Converging genomics, diagnostics and
therapies lead to personalized medicine but many hurdles
scientific, regulatory, financial etc. must be overcome.
Another issue is changing regulatory
environment. Historically medical devices and pharmaceutical
sectors are operated under different sets of regulations in most
developed countries. Regulators are now reviewing existing
regulatory pathways as great number of innovative combination
products appear on the market and in R&D pipeline offering
challenges for any regulatory agency because of differing views of
timelines, policies, development cycles and multiplicity of
configurations. The normal review paradigm is difficult to apply
to combination products because of their interactions.

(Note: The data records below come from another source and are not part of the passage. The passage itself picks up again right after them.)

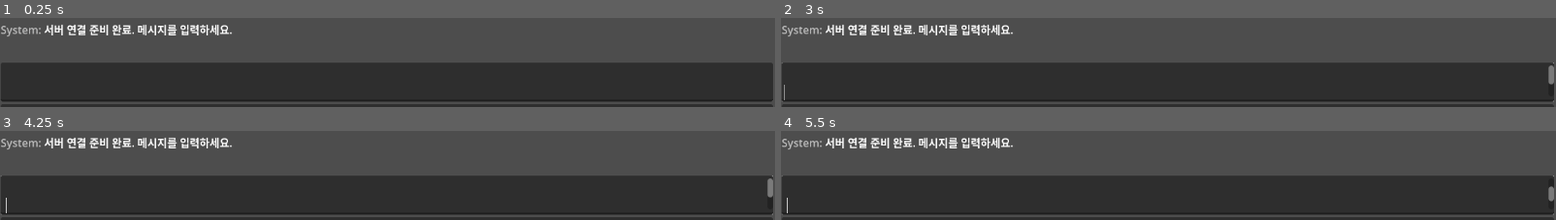
Above: before the commit, frames 1-4 (two rows, left to right).
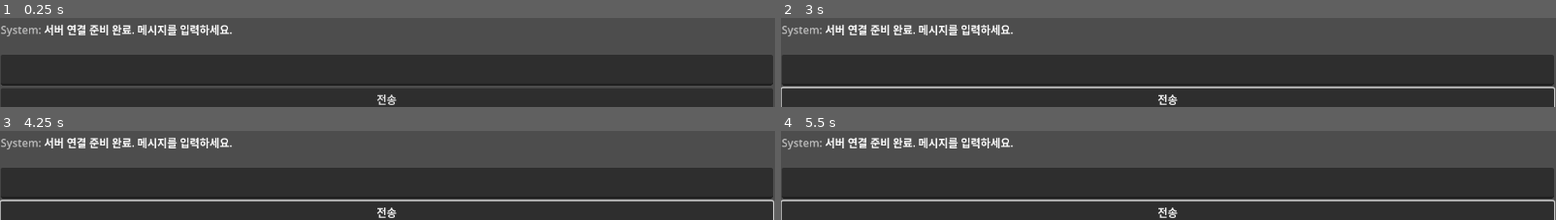
Above: after the commit, the same moments.

Repository: rorena15/llm_game
Game: Godot game, scene res://main.tscn
The game is run twice, just before and just after one commit, with the same random seed, the same clock (stepped at 60 frames per second) and the same inputs.
Inputs (mouse positions are in pixels of both pictures, inside the frame that each line leads up to):
- Up to frame 1 (0.25 s): no input
- Up to frame 2 (3 s): click (1168, 98) at 0.5 s, where only the run after the commit has a clickable "전송"; click (1168, 98) at 1.25 s, where only the run after the commit has a clickable "전송"; click (1168, 98) at 2 s, where only the run after the commit has a clickable "전송"; tap Enter at 2.75 s; move the mouse to (outside the picture) at 2.77 s; click (outside the picture) at 2.92 s
- Up to frame 3 (4.25 s): tap Space at 3.5 s; drag from (outside the picture) to (outside the picture) at 3.52 s
- Up to frame 4 (5.5 s): tap Enter at 4.25 s; move the mouse to (outside the picture) at 4.27 s; click (outside the picture) at 4.42 s; tap Space at 5 s; drag from (outside the picture) to (outside the picture) at 5.02 s

The runs differ from the first frame. In frame 1, 13% of the frame differs, in the area x 0-100%, y 41-98%; in frame 2, 14%, in the area x 0-100%, y 41-100%; in frame 3, 14%; in frame 4, 14%.

Commit message:
시스템 로그 창 수정

Diff:
--- a/godot_project/socialengineeer/desktop.tscn
+++ b/godot_project/socialengineeer/desktop.tscn
@@ -1,4 +1,6 @@
-[gd_scene format=3 uid="uid://cr3km66yqn7u8"]
+[gd_scene load_steps=2 format=3 uid="uid://cr3km66yqn7u8"]
+
+[ext_resource type="PackedScene" uid="uid://c0ngimr0turuu" path="res://window_base.tscn" id="1_73xdc"]
 
 [node name="Desktop" type="Control"]
 layout_mode = 3
@@ -13,3 +15,15 @@
 offset_right = 1152.0
 offset_bottom = 646.0
 color = Color(0.237254, 0.0225852, 0.408345, 1)
+
+[node name="WindowBase" parent="." instance=ExtResource("1_73xdc")]
+layout_mode = 0
+offset_top = 38.0
+offset_bottom = 252.0
+
+[node name="WindowBase2" parent="." instance=ExtResource("1_73xdc")]
+layout_mode = 0
+offset_left = 34.0
+offset_top = 338.0
+offset_right = 1184.0
+offset_bottom = 552.0
--- a/godot_project/socialengineeer/main.tscn
+++ b/godot_project/socialengineeer/main.tscn
@@ -29,6 +29,8 @@
 size_flags_vertical = 3
 
 [node name="SendButton" type="Button" parent="VBoxContainer"]
+custom_minimum_size = Vector2(0, 30)
 layout_mode = 2
 size_flags_vertical = 3
 size_flags_stretch_ratio = 0.0
+text = "전송"
--- a/godot_project/socialengineeer/window_base.tscn
+++ b/godot_project/socialengineeer/window_base.tscn
@@ -23,9 +23,8 @@
 
 [node name="CloseButton" type="Button" parent="Layout/TitleBar"]
 layout_mode = 2
-offset_left = 1116.0
-offset_top = 3.0
-offset_right = 1153.0
+offset_left = 1108.0
+offset_right = 1149.0
 offset_bottom = 34.0
 size_flags_horizontal = 8
 size_flags_vertical = 0
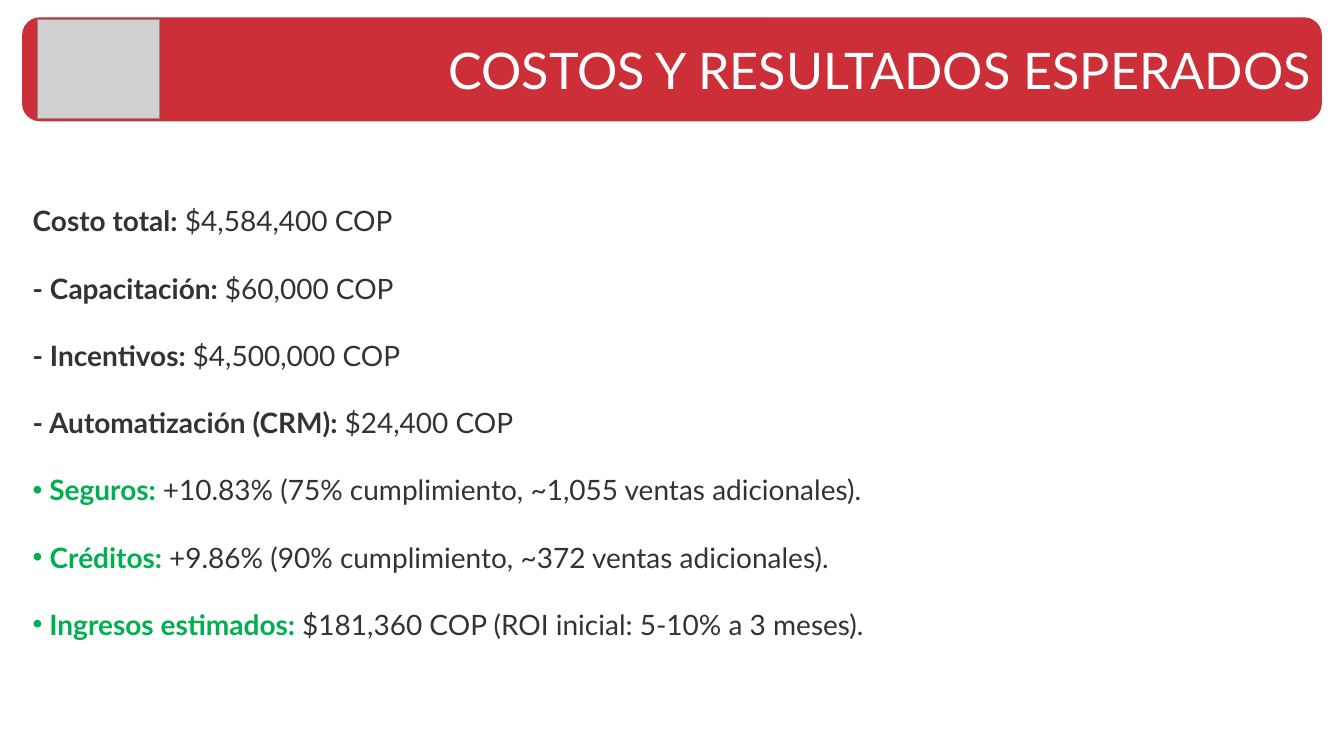
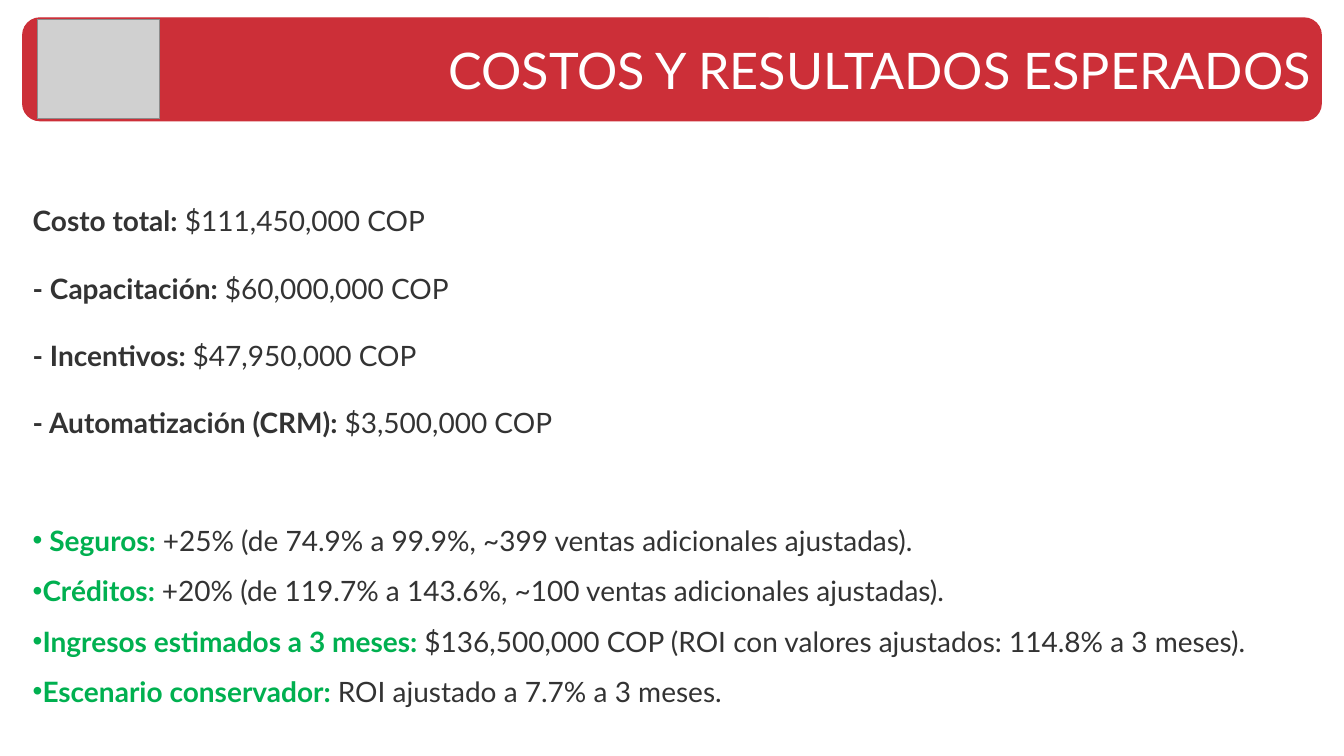
Before and after one commit to ringoquimico/presentacion-tuya, a slide deck: slide 9 of Presentacion - Análisis.pptx. Drawn at 1344x756 pixels with LibreOffice and Linux fonts; fonts in the diff are those of the drawing; grey boxes stand for pictures. Boxes give left, top, right and bottom in pixels: in the first picture for what was removed or moved away, otherwise in the second. Text is boxed around its words. In the diff, an @@ line names an element or a change of style, - is before the commit and + after.

```diff
--- a/Presentacion - Análisis.pptx
+++ b/Presentacion - Análisis.pptx
@@ text at [33, 208, 1245, 707]: text changed @@
-Costo total: $4,584,400 COP
-- Capacitación: $60,000 COP
-- Incentivos: $4,500,000 COP
-- Automatización (CRM): $24,400 COP
-• Seguros: +10.83% (75% cumplimiento, ~1,055 ventas adicionales).
-• Créditos: +9.86% (90% cumplimiento, ~372 ventas adicionales).
-• Ingresos estimados: $181,360 COP (ROI inicial: 5-10% a 3 meses).
+Costo total: $111,450,000 COP
+- Capacitación: $60,000,000 COP
+- Incentivos: $47,950,000 COP
+- Automatización (CRM): $3,500,000 COP
+• Seguros: +25% (de 74.9% a 99.9%, ~399 ventas adicionales ajustadas).
+• Créditos: +20% (de 119.7% a 143.6%, ~100 ventas adicionales ajustadas).
+• Ingresos estimados a 3 meses: $136,500,000 COP (ROI con valores ajustados: 114.8% a 3 meses).
+• Escenario conservador: ROI ajustado a 7.7% a 3 meses.
```
Also in this commit, not shown: 2 other slides changed, 3 other files.
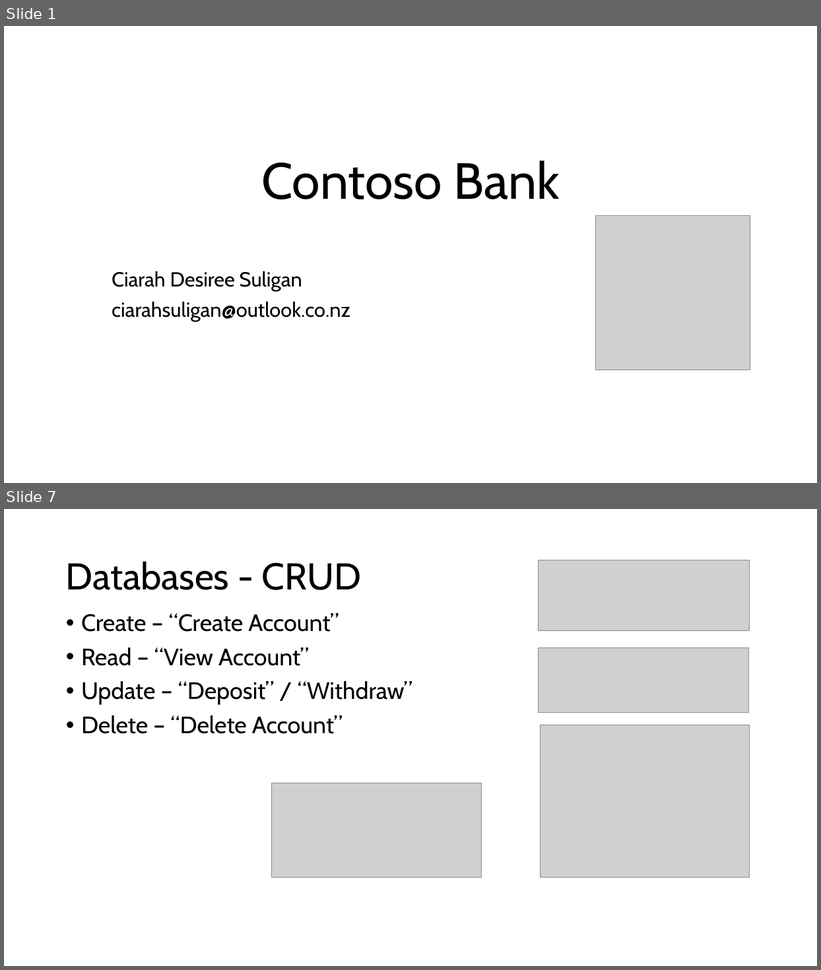
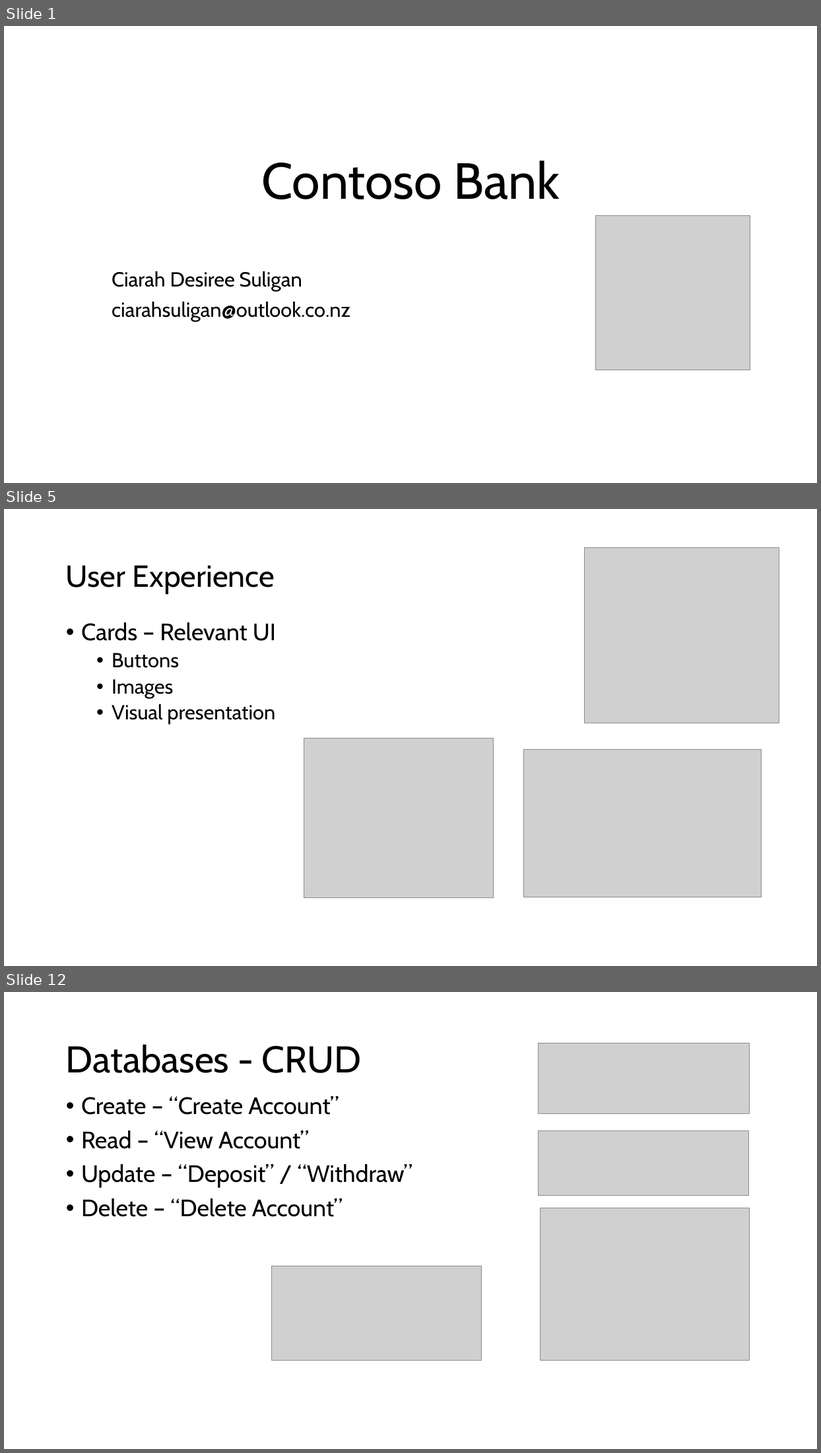
Before and after one commit to cdsuligan/MSAPhase2, a slide deck: MSA Assessment Deck.pptx. Shown one above the other, each under a label of ours: slides 1 and 7 before the commit, slides 1, 5 and 12 after it; the slides between them are not shown. The pictures are 821x970 and 821x1453 pixels, drawn with LibreOffice and Linux fonts; fonts in the diff are those of the drawing; grey boxes stand for pictures; background and template pictures are left out. Boxes give left, top, right and bottom in pixels: in the first picture for what was removed or moved away, otherwise in the second. Text is boxed around its words. In the diff, an @@ line names an element or a change of style, - is before the commit and + after.

```diff
--- a/MSA Assessment Deck.pptx
+++ b/MSA Assessment Deck.pptx
@@ slide 5 added at <box>4,509,817,966</box>, background picture (left out) @@
@@ picture added at <box>585,548,780,723</box> @@
@@ title added at <box>66,565,275,594</box>, 36 pt, text #000000 @@
+User Experience
@@ text added at <box>81,623,276,724</box>, 24 pt, text #000000 @@
+• Cards – Relevant UI
+  • Buttons
+  • Images
+  • Visual presentation
@@ picture added at <box>304,739,494,899</box> @@
@@ picture added at <box>523,750,761,898</box> @@
@@ what was slide 7 is now slide 12 @@
```
Also in this commit, not shown: 6 slides changed, 5 other slides added, 1 other file.

The third is product development
path wherein integration of research stage combination
technologies & product development program is risky and tends to
entail higher development and manufacturing costs. In addition,
using components from disciplines not part of the core business
require complex management structures and collaboration with
unfamiliar business partners. This complexity, combined with
higher costs of regulatory compliance, slows the introduction and
increases the entry costs of new technologies.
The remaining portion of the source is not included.